Ingram said:
It is possible to view male and female genitalia in a nonsexual way. I’m sure people that enter this field have a general interest in helping people, rather than an obsession with dirty cooters and Gonorrhea infested penises.
Thank you.
By the responses it sounds like the author really wasn't looking for a real answer.
But if you want it, here it is:
1. It cannot be the money or you'd never keep doing it. Would anyone work 100+ hours/week, be on call 24/7, up at 3AM several times a week for $400-$500,000/year? Consider the opportunity cost: 4 years med school (after 4 years at a top college or very top of your class at a mediocre college), 4 years Residency at 110+ hours weekly for $30K/year, $100,000+ in tuition and expenses... shit. Law school is 3 years, MBA only 2 years- how much do you think your average MD would be making on Wall Street after 8 years? Selling real estate makes more for the hours!

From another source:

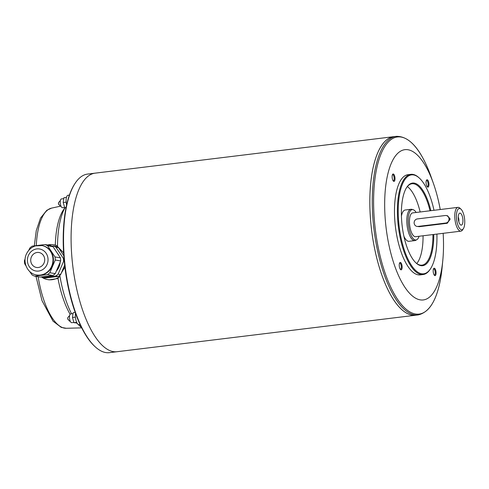 <?xml version="1.0" encoding="UTF-8"?>
<svg xmlns="http://www.w3.org/2000/svg" width="489" height="489" viewBox="0 0 489 489"><rect width="100%" height="100%" fill="white"/><g stroke="black" fill="none" stroke-linecap="round" stroke-linejoin="round"><path stroke-width="0.73" d="M55.318 245.075L53.643 244.781A17.665 16.296 99.7 0 1 56.663 245.625L55.318 245.075A62.451 23.234 -97 0 1 63.356 210.019L64.866 207.733M81.535 327.544A66.632 24.792 -97 0 1 80.936 327.013L77.238 323.602A62.451 23.234 -97 0 1 76.632 323.021M70.11 314.286A62.451 23.234 -97 0 1 58.008 278.498L64.903 267.159M59.187 276.988A17.665 16.296 99.7 0 1 47.72 279.604L49.206 279.855L58.008 278.498M63.607 252.795L56.663 245.625M57.5 246.218A66.632 24.792 -97 0 1 64.964 207.752M80.936 327.013A66.632 24.792 -97 0 1 78.631 324.623M71.565 313.816A66.632 24.792 -97 0 1 59.878 275.79M116.847 351.744L109.42 352.648A89.952 33.466 -97 0 1 95.19 346.793L94.628 346.273A89.322 33.234 -97 0 1 63.943 257.648A89.322 33.234 -97 0 1 74.78 183.821L75.196 183.186A89.952 33.466 -97 0 1 87.598 174.078L95.025 173.167M69.407 195.099L68.038 195.27A7.256 2.702 83 0 0 66.626 204.946M75.508 313.327A7.256 2.702 83 0 0 76.046 320.576A7.256 2.702 83 0 0 78.747 324.653A7.256 2.702 83 0 0 79.047 324.659L80.086 324.531M75.422 317.147L72.464 317.508L73.167 312.691L75.19 312.447M72.464 317.508L73.973 322.697L76.694 322.367M73.973 322.697L76.999 322.978M66.168 202.159L63.209 202.519L63.918 197.703L66.455 197.391M63.209 202.519L64.725 207.709L66.076 207.544M64.725 207.709L65.997 207.929M63.778 198.65L61.406 198.937A4.413 1.644 83 0 0 60.312 203.522A4.413 1.644 83 0 0 62.476 207.703L64.646 207.44M73.032 313.638L70.654 313.926A4.413 1.644 83 0 0 69.56 318.51A4.413 1.644 83 0 0 71.73 322.691L73.894 322.428M58.429 203.131L58.576 204.353M67.678 318.119L67.83 319.341M95.19 346.793A89.952 33.466 -97 0 1 64.285 257.538A89.952 33.466 -97 0 1 75.196 183.186M401.487 309.36A89.952 33.466 -97 0 0 415.717 315.222L116.975 351.725A89.952 33.466 -97 0 1 71.84 256.615A89.952 33.466 -97 0 1 95.153 173.149L393.883 136.651A89.952 33.466 -97 0 1 393.889 136.645A89.952 33.466 -97 0 0 370.576 220.111A89.939 33.46 -97 0 1 381.487 145.771A89.939 33.46 -97 0 1 381.493 145.765A89.952 33.466 -97 0 1 393.896 136.645L396.316 136.352A89.952 33.466 -97 0 0 373.009 219.818A89.952 33.466 -97 0 0 418.138 314.928L415.717 315.222A89.952 33.466 -97 0 1 415.705 315.222A89.952 33.466 -97 0 1 370.576 220.111A89.939 33.46 -97 0 0 401.475 309.354A89.939 33.46 -97 0 1 401.475 309.354L401.487 309.36A89.952 33.466 -97 0 1 370.589 220.111A89.952 33.466 -97 0 1 381.493 145.759L381.487 145.771M443.15 233.326A75.697 28.16 -97 0 1 442.814 260.258A75.697 28.16 -97 0 1 413.914 297.123A75.697 28.16 -97 0 1 385.295 219.897A75.697 28.16 -97 0 1 399.213 152.079A75.697 28.16 -97 0 1 433.431 183.467A75.697 28.16 -97 0 1 440.241 209.53M434.324 268.21A3.735 1.388 -97 0 1 436.072 272.709A3.735 1.388 -97 0 1 434.483 275.374A3.735 1.388 -97 0 1 433.242 272.08A3.735 1.388 -97 0 1 433.657 268.589A3.735 1.388 -97 0 1 434.324 268.21M427.209 179.763A3.735 1.388 -97 0 1 428.951 184.255A3.735 1.388 -97 0 1 427.368 186.92A3.735 1.388 -97 0 1 426.127 183.632A3.735 1.388 -97 0 1 426.536 180.135A3.735 1.388 -97 0 1 427.209 179.763M393.272 173.986A3.735 1.388 -97 0 1 395.014 178.479A3.735 1.388 -97 0 1 393.431 181.15A3.735 1.388 -97 0 1 392.19 177.855A3.735 1.388 -97 0 1 392.6 174.359A3.735 1.388 -97 0 1 393.272 173.986M400.387 262.44A3.735 1.388 -97 0 1 402.135 266.933A3.735 1.388 -97 0 1 400.546 269.598A3.735 1.388 -97 0 1 399.305 266.309A3.735 1.388 -97 0 1 399.715 262.813A3.735 1.388 -97 0 1 400.387 262.44M423.119 274.537L420.216 274.891A50.465 18.778 -97 0 1 394.898 221.535A50.465 18.778 -97 0 1 407.973 174.707L410.882 174.353A50.465 18.778 83 0 0 397.801 221.175A50.465 18.778 83 0 0 423.119 274.537A50.465 18.778 83 0 0 430.075 269.421L430.497 268.791A49.835 18.539 83 0 0 436.897 234.084M433.994 210.294A49.835 18.539 83 0 0 419.421 178.155L418.865 177.641A50.465 18.778 83 0 0 410.882 174.353M419.421 178.155A49.835 18.539 83 0 0 399.177 226.621A49.835 18.539 83 0 0 430.497 268.791M430.852 210.68A41.632 15.489 83 0 0 406.793 187.269A41.632 15.489 83 0 0 402.209 226.254A41.632 15.489 83 0 0 416.047 262.984A41.632 15.489 83 0 0 433.761 234.469M415.766 262.721A41.003 15.257 83 0 0 421.976 265.142A41.003 15.257 83 0 0 432.936 234.573M430.027 210.777A41.003 15.257 83 0 0 412.025 183.748A41.003 15.257 83 0 0 406.585 187.587M407.361 186.578A41.003 15.257 -97 0 1 420.149 211.988M423.052 235.777A41.003 15.257 -97 0 1 416.762 263.522M401.438 216.083A15.77 5.868 -97 0 1 405.21 210.001L411.017 209.286A15.77 5.868 -97 0 1 411.891 209.353L413.083 209.665A15.312 5.697 -97 0 1 416.157 212.47M419.067 236.266A15.312 5.697 -97 0 1 416.756 239.732L415.674 240.325A15.77 5.868 -97 0 1 414.843 240.594L409.03 241.303A15.77 5.868 -97 0 1 403.908 236.303M414.843 240.594A15.77 5.868 -97 0 1 406.934 223.919A15.77 5.868 -97 0 1 411.017 209.286M416.756 239.732A15.312 5.697 -97 0 1 408.272 223.809A15.312 5.697 -97 0 1 413.083 209.665M463.37 228.675L462.533 229.94A11.987 4.462 -97 0 1 460.882 231.156L415.546 236.694A11.987 4.462 -97 0 1 409.537 224.023A11.987 4.462 -97 0 1 412.643 212.904L457.973 207.36A11.987 4.462 -97 0 1 459.868 208.143L460.986 209.17A10.721 3.991 -97 0 1 464.55 218.632A10.721 3.991 -97 0 1 463.37 228.675A10.721 3.991 -97 0 1 456.512 218.424A10.721 3.991 -97 0 1 460.986 209.17M460.882 231.156A11.987 4.462 -97 0 1 454.868 218.485A11.987 4.462 -97 0 1 457.973 207.36M446.164 215.545L447.582 215.783L450.216 219.054L447.264 223.271L419.366 226.682L417.001 226.413A3.784 3.49 99.7 0 1 417.331 218.931L445.228 215.521A3.784 3.49 99.7 0 1 449.03 219.353A3.784 3.49 99.7 0 1 445.834 223.027L417.936 226.438A3.784 3.49 99.7 0 1 417.001 226.413M458.285 218.724A6.057 2.256 -97 0 1 459.36 213.332A6.057 2.256 -97 0 1 462.826 218.846A6.057 2.256 -97 0 1 460.791 225.032A6.057 2.256 -97 0 1 458.285 218.724M458.248 216.994A4.034 1.504 -97 0 1 458.829 221.743M400.259 269.262A3.099 1.155 83 0 0 400.479 269.286A3.099 1.155 83 0 0 401.28 266.407A3.099 1.155 83 0 0 399.855 263.131A3.099 1.155 83 0 0 399.727 263.131A3.099 1.155 83 0 0 399.519 263.21M393.138 180.808A3.099 1.155 83 0 0 393.364 180.832A3.099 1.155 83 0 0 394.165 177.959A3.099 1.155 83 0 0 392.74 174.683A3.099 1.155 83 0 0 392.612 174.677A3.099 1.155 83 0 0 392.398 174.756M427.08 186.584A3.099 1.155 83 0 0 427.3 186.609A3.099 1.155 83 0 0 428.101 183.73A3.099 1.155 83 0 0 426.677 180.459A3.099 1.155 83 0 0 426.549 180.453A3.099 1.155 83 0 0 426.341 180.533M434.195 275.032A3.099 1.155 83 0 0 434.415 275.062A3.099 1.155 83 0 0 435.222 272.184A3.099 1.155 83 0 0 433.792 268.907A3.099 1.155 83 0 0 433.664 268.907A3.099 1.155 83 0 0 433.456 268.987M47.72 279.604A17.665 16.296 99.7 0 1 41.339 276.908M47.561 244.983A17.665 16.296 99.7 0 1 53.643 244.781M63.796 255.692L58.478 247.642A16.65 15.361 -80.3 0 0 55.862 246.401L53.344 245.967A16.65 15.361 -80.3 0 1 55.96 247.214L63.313 258.345L64.01 258.467M64.67 265.166L60.648 274.567L58.124 274.14A16.65 15.361 -80.3 0 1 55.758 275.992L42.977 277.55L45.495 277.984L58.283 276.419A16.65 15.361 -80.3 0 0 60.648 274.567M41.437 276.902A16.65 15.361 -80.3 0 0 42.977 277.55M58.283 276.419L55.758 275.992M64.291 261.566L63.558 261.444A16.65 15.361 -80.3 0 0 63.313 258.345M58.478 247.642L55.96 247.214M63.558 261.444L58.124 274.14M52.005 246.132L53.344 245.967M58.704 255.246A12.995 11.987 -80.3 0 0 57.195 252.954M56.394 270.961A12.995 11.987 -80.3 0 0 60.153 262.177M53.081 246.725A16.65 15.361 -80.3 0 0 50.465 245.478L45.037 244.555A16.65 15.361 -80.3 0 1 47.653 245.796L55 256.933L60.428 257.856L53.081 246.725L47.653 245.796M29.566 271.377L32.048 274.897A16.65 15.361 -80.3 0 0 34.664 276.138L40.098 277.061L52.879 275.503A16.65 15.361 -80.3 0 0 55.245 273.651L60.679 260.955A16.65 15.361 -80.3 0 0 60.428 257.856M45.037 244.555L32.25 246.12A16.65 15.361 -80.3 0 0 29.884 247.972L28.68 250.454M25.147 258.779L24.45 260.668A16.65 15.361 -80.3 0 0 24.701 263.76L26.015 265.93M52.879 275.503L47.451 274.58A16.65 15.361 -80.3 0 0 49.817 272.721L55.245 273.651M60.679 260.955L55.251 260.026A16.65 15.361 -80.3 0 0 55 256.933M36.657 274.971L37.109 275.044A14.951 13.79 -80.3 0 0 53.387 258.626A14.951 13.79 -80.3 0 0 42.121 245.57L35.55 245.875C31.748 247.098 28.857 249.512 26.889 253.125C21.999 261.554 27.262 273.718 36.657 274.971A14.951 13.79 -80.3 0 0 52.934 258.547A14.951 13.79 -80.3 0 0 41.669 245.49M47.451 274.58L34.664 276.138M55.251 260.026L49.817 272.721M44.695 259.133A7.567 6.98 -80.3 0 0 38.992 252.526A7.567 6.98 -80.3 0 0 30.838 258.815A7.567 6.98 -80.3 0 0 36.455 267.446A7.567 6.98 -80.3 0 0 44.695 259.133A7.567 6.98 -80.3 0 0 38.992 252.52A7.567 6.98 -80.3 0 0 30.838 258.815A7.567 6.98 -80.3 0 0 36.449 267.446A7.567 6.98 -80.3 0 0 44.695 259.133M36.284 245.57A60.563 22.531 -97 0 1 51.553 208.125L46.81 210.288L40.508 218.112L36.272 230.582L34.309 245.833M35.984 276.364L42.023 300.686L53.038 321.163L61.204 327.361L66.235 328.284A60.563 22.531 -97 0 1 38.142 276.731M442.814 260.258L442.135 267.306A89.224 33.197 -97 0 1 408.07 310.759A89.224 33.197 -97 0 1 374.336 219.732A89.224 33.197 -97 0 1 390.742 139.793A89.224 33.197 -97 0 1 431.078 176.792C421.218 149.597 409.629 136.113 396.316 136.352M419.366 226.682L417.936 226.438M447.264 223.271L445.834 223.027M48.008 258.73A11.168 10.3 -80.3 0 0 31.809 251.028A11.168 10.3 -80.3 0 0 33.35 270.203A11.168 10.3 -80.3 0 0 48.008 258.73M66.235 328.284L81.687 327.856M51.553 208.125L60.422 206.181M60.367 200.545L58.564 202.574L58.411 203.668L60.043 205.991L61.082 206.395M69.621 315.533L67.812 317.563L67.659 318.657L69.297 320.98L70.337 321.383M442.135 267.306C439.116 296.077 431.115 311.951 418.138 314.928M433.431 183.467L431.078 176.792"/></g></svg>

Not to mention the endless fighting with insurance companies and the diminshing payments/reimbursements for the same procedures while ALL costs (staff, insurance, rent, etc...) continue to go UP UP UP.
The true reason is the opportunity to make and see a real difference in the quality of your patient's lives. Ob/Gyn is perhaps the ONLY specialty in medicine where one can take an active role in acute (emergency, surgery, etc...) AND preventative AND chronic medicine. When I see a 13, 14, maybe 15 year-old for her first visit, that may be the most important moment of her life. If I screw it up and she leaves the office scared or thinking that the doctor didn't care about her as a person, she may never trust a doctor again or seek necessary medical attention. If I do my job right, I am rewarded by seeing that patient again and again for the rest of her life as well as her children and other family members- that is POSITIVE FEEDBACK. I have attended deliveries where there were 7 or 8 kids in the room with the family afterwards and I had delivered all of the kids and cared for all of the mothers! Now that's cool and is what makes the job and the hours and the fighting with insurance companies worthwhile.
While there's no denying that the money is nice and essentially guaranteed to be there through retirement, (no matter what age you chose), if you hate your job no amount of money will make you keep doing it- look at all those poor professional atheletes! Seriously, think about how many doctors you see practicing well into their 70's. My first partner was 82 when he died. He had survived throat cancer and finally died this year from complications after bypass surgery...he delivered his last baby the day before he went into the hospital for his open heart surgery.... something to think about.